Google y Marvell se alían para crear chips de IA

Destacadas

Entre Líneas
Entre Líneashttps://entrelineas.news
Noticias claras, análisis profundo. La verdad se lee Entre Líneas. #EntreLineas

Lo que debes de saber

  • Google busca alternativas a Nvidia con Marvell, diseñando dos chips especializados.
  • El objetivo es hacer más eficiente y rentable la ejecución de modelos de IA.
  • Las ventas de los TPU de Google ya son un motor clave de crecimiento en su nube.
  • El diseño del primer chip podría finalizarse el próximo año, según el reporte.
  • La noticia destaca la intensa y costosa batalla por la soberanía tecnológica en silicio.
Imagen de Finance Yahoo
Tomado de: Finance Yahoo

El juego de tronos del silicio tiene un nuevo movimiento

En el mundo de la inteligencia artificial, quien controla el silicio controla el futuro. Y en ese tablero, Nvidia ha sido el rey indiscutible, sentado en un trono forjado con sus poderosas GPUs. Pero los reinos vecinos no se quedan cruzados de brazos.

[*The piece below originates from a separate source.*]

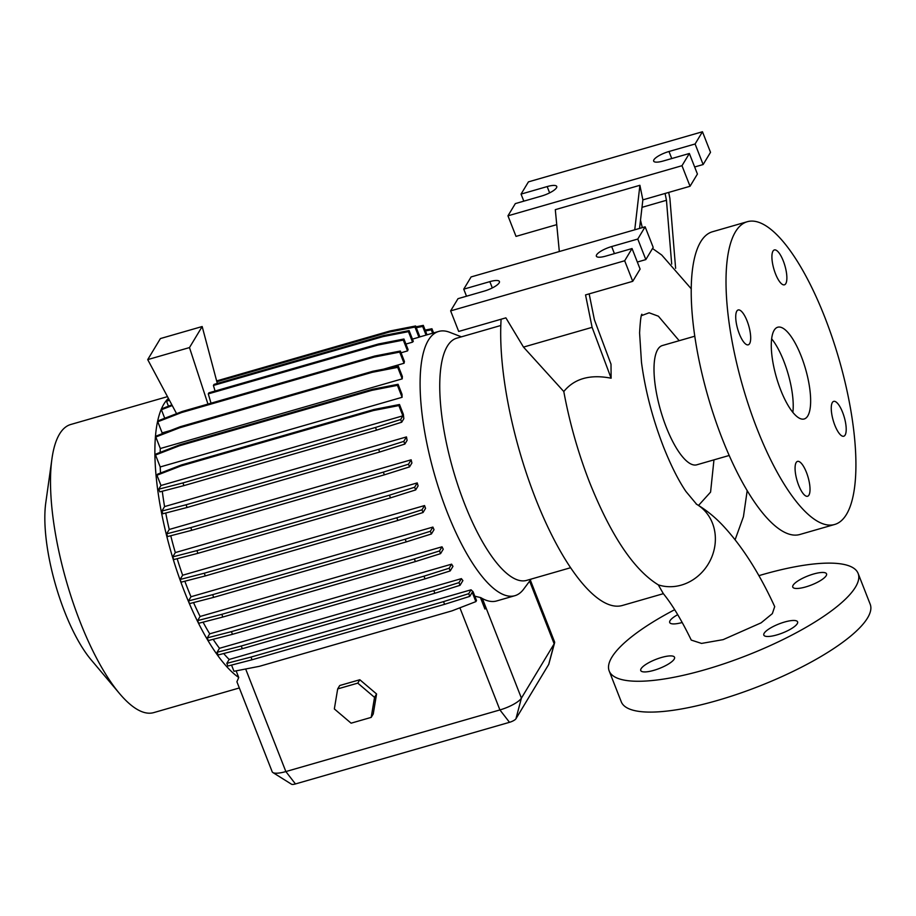 <?xml version="1.0" encoding="UTF-8"?>
<svg xmlns="http://www.w3.org/2000/svg" width="916" height="916" viewBox="0 0 916 916"><rect width="100%" height="100%" fill="white"/><g stroke="black" fill="none" stroke-linecap="round" stroke-linejoin="round"><path stroke-width="1.37" d="M696.206 504.029C705.893 509.754 714.743 516.876 722.747 525.383C741.903 545.844 759.227 572.924 774.707 606.621L772.348 613.628L761.116 622.834L723.136 639.643L701.542 643.421L691.259 640.089C681.447 619.903 672.126 604.411 663.31 593.614L658.306 584.866C633.998 569.958 611.167 535.975 589.812 482.927L589.79 482.892C578.271 453.351 569.603 422.894 563.798 391.533C574.355 378.571 590.122 374.129 611.121 378.205L611.006 364.19L594.404 319.798L589.16 293.876M747.09 320.944A18.137 5.759 73.9 0 0 738.182 309.963A18.137 5.759 73.9 0 0 739.315 333.848A18.137 5.759 73.9 0 0 748.223 344.828A18.137 5.759 73.9 0 0 747.09 320.944M783.283 260.934A18.137 5.759 73.9 0 0 774.375 249.942A18.137 5.759 73.9 0 0 775.497 273.827A18.137 5.759 73.9 0 0 784.417 284.819A18.137 5.759 73.9 0 0 783.283 260.934M842.617 412.349A18.137 5.759 73.9 0 0 833.709 401.368A18.137 5.759 73.9 0 0 834.842 425.253A18.137 5.759 73.9 0 0 843.75 436.234A18.137 5.759 73.9 0 0 842.617 412.349M806.435 472.37A18.137 5.759 73.9 0 0 797.527 461.389A18.137 5.759 73.9 0 0 798.66 485.274A18.137 5.759 73.9 0 0 807.568 496.254A18.137 5.759 73.9 0 0 806.435 472.37M797.241 623.716A18.137 4.855 -21.4 0 0 797.596 621.861A18.137 4.855 -21.4 0 0 781.783 622.914A18.137 4.855 -21.4 0 0 764.173 633.242A18.137 4.855 -21.4 0 0 763.818 635.097A18.137 4.855 -21.4 0 0 779.63 634.044A18.137 4.855 -21.4 0 0 797.241 623.716M826.186 575.706A18.137 4.855 -21.4 0 0 826.541 573.851A18.137 4.855 -21.4 0 0 810.729 574.904A18.137 4.855 -21.4 0 0 793.119 585.232A18.137 4.855 -21.4 0 0 792.764 587.087A18.137 4.855 -21.4 0 0 808.576 586.034A18.137 4.855 -21.4 0 0 826.186 575.706M677.726 614.67A18.137 4.855 -21.4 0 0 670.065 620.67A18.137 4.855 -21.4 0 0 669.711 622.525A18.137 4.855 -21.4 0 0 682.214 622.502M674.176 659.154A18.137 4.855 -21.4 0 0 674.542 657.299A18.137 4.855 -21.4 0 0 658.718 658.352A18.137 4.855 -21.4 0 0 641.12 668.68A18.137 4.855 -21.4 0 0 640.753 670.535A18.137 4.855 -21.4 0 0 656.577 669.482A18.137 4.855 -21.4 0 0 674.176 659.154M674.668 609.701A133.679 35.793 -21.4 0 0 611.831 657.276A133.679 35.793 -21.4 0 0 609.186 670.97L621.277 701.805A133.679 35.793 -21.4 0 0 737.827 694.03A133.679 35.793 -21.4 0 0 867.555 617.945A133.679 35.793 -21.4 0 0 870.2 604.251L858.12 573.416A133.679 35.793 -21.4 0 0 758.86 575.672M609.186 670.97A133.679 35.793 -21.4 0 0 725.747 663.195A133.679 35.793 -21.4 0 0 855.475 587.11A133.679 35.793 -21.4 0 0 858.12 573.416M596.625 254.82A13.374 3.584 -21.4 0 0 596.362 256.182A13.374 3.584 -21.4 0 0 605.934 256.068L632.04 248.545L624.678 260.762L450.638 310.879L458.011 298.662L484.117 291.139A13.374 3.584 -21.4 0 0 499.426 281.51A13.374 3.584 -21.4 0 0 489.842 281.636L463.748 289.158L471.11 276.93L645.139 226.813L637.776 239.042L611.67 246.553A13.374 3.584 -21.4 0 0 596.625 254.82M653.932 159.762A13.374 3.584 -21.4 0 0 653.669 161.124A13.374 3.584 -21.4 0 0 663.253 160.998L689.359 153.487L681.985 165.704L507.956 215.821L515.33 203.604L541.436 196.081A13.374 3.584 -21.4 0 0 556.745 186.452A13.374 3.584 -21.4 0 0 547.161 186.578L521.055 194.1L528.429 181.872L702.457 131.755L695.095 143.984L668.989 151.495A13.374 3.584 -21.4 0 0 653.932 159.762M801.202 356.129A47.747 15.148 73.9 0 0 777.753 327.218A47.747 15.148 73.9 0 0 780.73 390.079A47.747 15.148 73.9 0 0 804.179 418.978A47.747 15.148 73.9 0 0 801.202 356.129M792.855 412.383A47.747 15.148 73.9 0 0 783.798 361.133A47.747 15.148 73.9 0 0 771.673 338.828M747.376 221.695L712.568 231.725A157.552 49.991 73.9 0 0 722.392 439.142A157.552 49.991 73.9 0 0 799.76 534.52L834.568 524.502A157.552 49.991 73.9 0 0 824.743 317.085A157.552 49.991 73.9 0 0 747.376 221.695A157.552 49.991 73.9 0 0 757.188 429.112A157.552 49.991 73.9 0 0 834.568 524.502M694.832 336.195L662.417 345.527A62.07 19.694 73.9 0 0 666.287 427.245A62.07 19.694 73.9 0 0 696.767 464.813L729.182 455.481M713.965 459.866L710.576 492.11L698.542 505.414M167.479 396.639L70.761 424.486A149.915 47.563 73.9 0 0 51.949 458.779A149.915 47.563 73.9 0 0 80.104 621.85A149.915 47.563 73.9 0 0 119.561 693.584A149.915 47.563 73.9 0 0 153.728 712.614L239.339 687.962M168.407 398.38A149.915 47.563 73.9 0 0 184.528 591.782A149.915 47.563 73.9 0 0 238.721 677.485L236.912 681.779L272.178 771.753A19.099 5.118 -21.4 0 0 272.876 772.543A19.099 5.118 -21.4 0 0 285.861 771.57L499.918 709.934A19.099 5.118 -21.4 0 0 521.41 698.129L554.169 643.811A19.099 5.118 -21.4 0 0 554.569 642.918A19.099 5.118 -21.4 0 0 554.546 641.853L530.364 580.149M51.949 458.779L45.8 502.621A100.302 31.82 73.9 0 0 64.635 611.728A100.302 31.82 73.9 0 0 91.039 659.715L119.561 693.584M500.812 325.489L456.832 338.153A126.042 39.995 73.9 0 0 464.687 504.086A126.042 39.995 73.9 0 0 526.597 580.4L570.565 567.737M461.401 336.836L449.619 332.279A137.514 43.636 73.9 0 0 438.741 331.432A137.514 43.636 73.9 0 0 447.306 512.468A137.514 43.636 73.9 0 0 514.838 595.709A137.514 43.636 73.9 0 0 523.609 589.206L531.154 579.084M501.109 319.226A176.651 56.048 73.9 0 0 535.562 498.556A176.651 56.048 73.9 0 0 622.308 605.499L663.367 593.671M679.191 340.706L658.386 316.203L649.123 312.791L641.418 315.665M184.837 581.213A137.514 43.636 73.9 0 0 187.185 587.374A137.514 43.636 73.9 0 0 190.997 596.74L188.467 600.93L189.52 603.621L213.691 597.358L406.246 541.906L431.425 533.959L434.012 529.677A137.514 43.636 -106.1 0 1 432.902 527.078L190.997 596.74M193.539 602.579A137.514 43.636 73.9 0 0 200.112 616.468L197.616 620.601L198.669 623.292L222.84 617.029L415.395 561.577L440.573 553.63L443.241 549.211A137.514 43.636 -106.1 0 1 442.016 546.806L200.112 616.468M203.066 622.147A137.514 43.636 73.9 0 0 209.707 633.826L207.256 637.891L208.31 640.582L232.469 634.319L425.035 578.866L450.214 570.92L452.962 566.351A137.514 43.636 -106.1 0 1 451.611 564.164L209.707 633.826M213.176 639.322A137.514 43.636 73.9 0 0 219.485 648.299L217.081 652.284L218.134 654.974L242.305 648.711L434.86 593.259L460.038 585.313L462.901 580.584A137.514 43.636 -106.1 0 1 461.389 578.637L219.485 648.299M223.687 653.532A137.514 43.636 73.9 0 0 229.16 659.451L226.813 663.344L227.866 666.035L252.037 659.772L444.592 604.32L469.771 596.373L472.221 592.308L475.873 601.617L476.515 600.553L473.045 591.679A137.514 43.636 -106.1 0 1 471.064 589.801L229.16 659.451M514.838 595.709L496.621 600.965A137.514 43.636 -106.1 0 1 482.389 598.549L482.148 598.423A137.514 43.636 -106.1 0 1 480.774 597.621L474.809 596.202M359.828 679.741L339.721 685.523L337.683 688.912L334.34 708.938L351.103 723.182L371.198 717.388L373.247 713.999L376.579 693.973L359.828 679.741L357.778 683.13L337.683 688.912M216.863 381.732L389.46 332.027L414.971 327.058L418.955 337.237A137.514 43.636 -106.1 0 1 419.883 336.882L438.741 331.432M418.955 337.237L412.44 339.115M412.566 342.149A137.514 43.636 -106.1 0 1 413.299 341.325L409.097 330.584L408.456 331.649L412.566 342.149L405.925 344.061M407.551 350.908A137.514 43.636 -106.1 0 1 408.101 349.603L403.945 339.012L403.303 340.088L407.551 350.908L401.025 352.786M404.059 363.251A137.514 43.636 -106.1 0 1 404.425 361.465L400.338 351.034L399.697 352.099L404.059 363.251L383.449 369.194M170.387 430.543L162.155 432.913A137.514 43.636 73.9 0 0 161.995 433.795M402.227 378.858A137.514 43.636 -106.1 0 1 402.376 376.533L398.357 366.274L397.716 367.35L402.227 378.858L160.323 448.519A137.514 43.636 73.9 0 0 160.151 452.401M402.113 397.292A137.514 43.636 -106.1 0 1 402.021 394.338L398.082 384.285L397.43 385.35L402.113 397.292L160.208 466.954A137.514 43.636 73.9 0 0 160.518 473.034M403.83 418.692A137.514 43.636 -106.1 0 1 403.349 414.307L399.502 404.506L398.861 405.57L402.88 415.83L160.976 485.491L158.754 489.178L159.808 491.869L183.967 485.606L376.533 430.154L401.712 422.207L403.83 418.692M162.281 491.228A137.514 43.636 73.9 0 0 164.582 506.582L161.892 511.048L162.945 513.739L187.104 507.475L379.671 452.023L404.849 444.077L407.093 440.356A137.514 43.636 -106.1 0 1 406.486 436.921L164.582 506.582M165.75 513.017A137.514 43.636 73.9 0 0 169.242 529.471L166.597 533.856L167.651 536.547L191.81 530.284L384.376 474.832L409.555 466.885L411.902 462.992A137.514 43.636 -106.1 0 1 411.147 459.809L169.242 529.471M170.754 535.734A137.514 43.636 73.9 0 0 175.322 552.577L172.723 556.894L173.777 559.584L197.936 553.321L390.502 497.869L415.681 489.923L418.108 485.892A137.514 43.636 -106.1 0 1 417.227 482.915L175.322 552.577M177.166 558.703A137.514 43.636 73.9 0 0 182.65 575.225L180.086 579.485L181.139 582.175L205.31 575.912L397.865 520.46L423.043 512.513L425.551 508.346A137.514 43.636 -106.1 0 1 424.555 505.563L182.65 575.225M162.155 432.913L157.792 421.761L181.631 412.532L374.186 357.08L399.697 352.099M400.338 351.034L374.827 356.015L182.273 411.467L158.434 420.696L157.792 421.761M164.743 418.257L161.399 409.738L172.242 405.548M171.876 404.872L162.052 408.673L161.399 409.738M168.464 406.189L166.552 401.311L169.391 400.212M169.025 399.536L166.552 401.311M236.122 670.856L238.721 677.485M231.542 665.085L233.969 671.279L259.48 666.298L452.035 610.846L475.873 601.617M160.976 485.491L156.957 475.232L180.796 466.004L373.35 410.551L398.861 405.57M399.502 404.506L374.003 409.486L181.437 464.939L157.598 474.167L156.957 475.232M160.208 466.954L155.525 455.012L179.364 445.783L371.93 390.33L397.43 385.35M398.082 384.285L372.572 389.266L180.017 444.718L156.178 453.947L155.525 455.012M160.323 448.519L155.812 437.001L179.651 427.772L372.205 372.32L397.716 367.35M398.357 366.274L372.858 371.255L180.292 426.707L156.453 435.936L155.812 437.001M480.476 597.701L484.908 609.003L480.774 597.621M632.04 248.545L640.101 269.098L632.727 281.327L585.542 294.918L592.102 327.344L523.494 347.095L563.798 391.533M554.569 642.918L548.81 664.18A5.725 1.534 158.6 0 1 548.695 664.455L515.937 718.774A5.725 1.534 158.6 0 1 509.502 722.312L295.444 783.947A5.725 1.534 158.6 0 1 291.551 784.245L272.876 772.543M665.073 193.459L666.459 200.283L671.691 264.106M675.619 268.319L669.882 198.337L668.691 192.417M639.551 228.428L642.86 199.86L639.906 185.295L634.754 229.813M640.513 220.126L642.288 227.637M666.459 200.283L641.99 207.337M639.906 185.295L555.302 209.661L559.321 251.534M689.359 153.487L697.42 174.04L690.046 186.269L642.86 199.86M690.046 186.269L681.985 165.704M556.733 224.649L516.017 236.385L507.956 215.821M702.457 131.755L710.518 152.319L703.144 164.536L694.649 166.987M523.826 201.154L521.055 194.1M703.144 164.536L695.095 143.984M592.102 327.344L611.121 378.205M523.494 347.095L505.884 317.852L458.698 331.443L450.638 310.879M645.139 226.813L653.2 247.377L645.826 259.594L637.33 262.045M645.826 259.594L637.776 239.042M632.727 281.327L624.678 260.762M466.507 296.212L463.748 289.158M161.892 511.048L186.051 504.785L378.617 449.344L403.796 441.386L406.486 436.921M186.051 504.785L187.104 507.475M378.617 449.344L379.671 452.023M403.796 441.386L404.849 444.077M188.467 600.93L212.638 594.667L405.193 539.215L430.371 531.269L432.902 527.078M212.638 594.667L213.691 597.358M405.193 539.215L406.246 541.906M430.371 531.269L431.425 533.959M226.813 663.344L250.984 657.081L443.539 601.629L468.717 593.683L471.064 589.801M250.984 657.081L252.037 659.772M443.539 601.629L444.592 604.32M468.717 593.683L469.771 596.373M207.955 404.07L189.486 347.576L147.716 359.61L176.582 413.677M147.716 359.61L160.403 338.565L202.173 326.531L217.321 383.438M383.586 335.565L382.945 336.63L213.417 385.453L214.058 384.388L383.586 335.565L409.097 330.584M382.945 336.63L408.456 331.649M213.417 385.453L215.065 391.04M378.445 343.992L377.804 345.069L208.276 393.88L208.917 392.815L378.445 343.992L403.945 339.012M377.804 345.069L403.303 340.088M208.276 393.88L211.024 403.189M202.173 326.531L189.486 347.576M180.017 444.718L179.364 445.783M372.572 389.266L371.93 390.33M166.597 533.856L190.757 527.593L383.312 472.141L408.502 464.194L411.147 459.809M190.757 527.593L191.81 530.284M383.312 472.141L384.376 474.832M408.502 464.194L409.555 466.885M197.616 620.601L221.786 614.338L414.341 558.886L439.52 550.94L442.016 546.806M221.786 614.338L222.84 617.029M414.341 558.886L415.395 561.577M439.52 550.94L440.573 553.63M485.194 608.888L485.835 607.823L482.148 598.423M425.15 330.081L431.94 328.752L433.577 332.92M425.493 330.951L431.299 329.817L432.627 333.195M431.94 328.752L431.299 329.817M181.437 464.939L180.796 466.004M374.003 409.486L373.35 410.551M158.754 489.178L182.914 482.915L375.48 427.463L400.658 419.517L402.88 415.83M400.658 419.517L401.712 422.207M182.914 482.915L183.967 485.606M375.48 427.463L376.533 430.154M172.723 556.894L196.883 550.63L389.449 495.178L414.627 487.232L417.227 482.915M196.883 550.63L197.936 553.321M389.449 495.178L390.502 497.869M414.627 487.232L415.681 489.923M207.256 637.891L231.416 631.628L423.982 576.175L449.161 568.229L451.611 564.164M231.416 631.628L232.469 634.319M423.982 576.175L425.035 578.866M449.161 568.229L450.214 570.92M415.933 326.806L423.306 325.375L427.005 334.809M416.276 327.688L422.665 326.44L426.055 335.084M423.306 325.375L422.665 326.44M182.273 411.467L181.631 412.532M374.827 356.015L374.186 357.08M180.086 579.485L204.257 573.221L396.811 517.769L421.99 509.823L424.555 505.563M204.257 573.221L205.31 575.912M396.811 517.769L397.865 520.46M421.99 509.823L423.043 512.513M217.081 652.284L241.251 646.02L433.806 590.568L458.985 582.622L461.389 578.637M241.251 646.02L242.305 648.711M433.806 590.568L434.86 593.259M458.985 582.622L460.038 585.313M216.645 380.919L390.101 330.962L415.612 325.981L419.883 336.882M390.101 330.962L389.46 332.027M415.612 325.981L414.971 327.058M180.292 426.707L179.651 427.772M372.858 371.255L372.205 372.32M371.198 717.388L374.541 697.374L376.579 693.973M374.541 697.374L357.778 683.13M696.515 504.201A44.884 40.43 120 0 1 714.56 547.619A44.884 40.43 120 0 1 681.321 585.106A44.884 40.43 120 0 1 658.306 584.866M295.444 783.947L285.861 771.57L245.66 669.001M509.502 722.312L499.918 709.934L459.889 607.8M548.695 664.455L554.169 643.811L529.608 581.156M515.937 718.774L521.41 698.129L482.389 598.549M671.749 158.56L668.989 151.495M549.634 192.875L547.161 186.578M614.43 253.618L611.67 246.553M492.316 287.933L489.842 281.636M641.841 314.28L641.876 314.211C641.017 314.898 640.261 321.15 639.586 332.943L641.475 362.312C645.196 390.296 652.513 418.429 663.424 446.687C670.833 465.317 678.321 480.224 685.878 491.4L696.607 504.269M691.305 288.861L661.718 255.014L652.524 248.488M747.181 490.701L743.437 516.693L735.124 539.719"/></g></svg>

Este fin de semana, Finance Yahoo reportó, citando a Reuters, que Alphabet, la casa matriz de Google, está en pláticas con Marvell Technology para desarrollar no uno, sino dos nuevos chips diseñados específicamente para correr modelos de IA de manera más eficiente. No es un rumor cualquiera; es un movimiento estratégico en una guerra que se libra a nivel atómico, literalmente. Google lleva años empujando sus Unidades de Procesamiento Tensorial (TPUs) como una alternativa viable al dominio de Nvidia, y esta alianza con Marvell, un veterano del diseño de semiconductores, suena a un intento serio de pasar de la resistencia a la ofensiva. La pregunta que flota en el aire, más allá de los tecnicismos, es simple: ¿esto finalmente le hará cosquillas al gigante verde, o será otro proyecto ambicioso que se ahoga en los océanos de la complejidad y los costos de fabricación?

Los dos chips que quieren cambiar las reglas

Según el reporte de The Information citado por Yahoo Finance, la colaboración apunta a crear dos piezas de hardware distintas pero complementarias. La primera es una unidad de procesamiento de memoria, un tipo de chip especializado que, como su nombre lo indica, está diseñado para manejar de manera ultraeficiente el flujo masivo de datos que requieren los modelos de IA, trabajando en conjunto con los TPUs existentes de Google. La segunda es nada menos que una nueva generación de TPU, construida desde cero con el propósito específico de ejecutar estos modelos. Aquí es donde el análisis se pone interesante. Google no está simplemente encargando un chip más rápido; está buscando rediseñar la arquitectura para optimizar tareas muy concretas, un enfoque que podría darle una ventaja donde las GPUs de propósito general, aunque poderosísimas, podrían no ser las más eficientes en energía o costo.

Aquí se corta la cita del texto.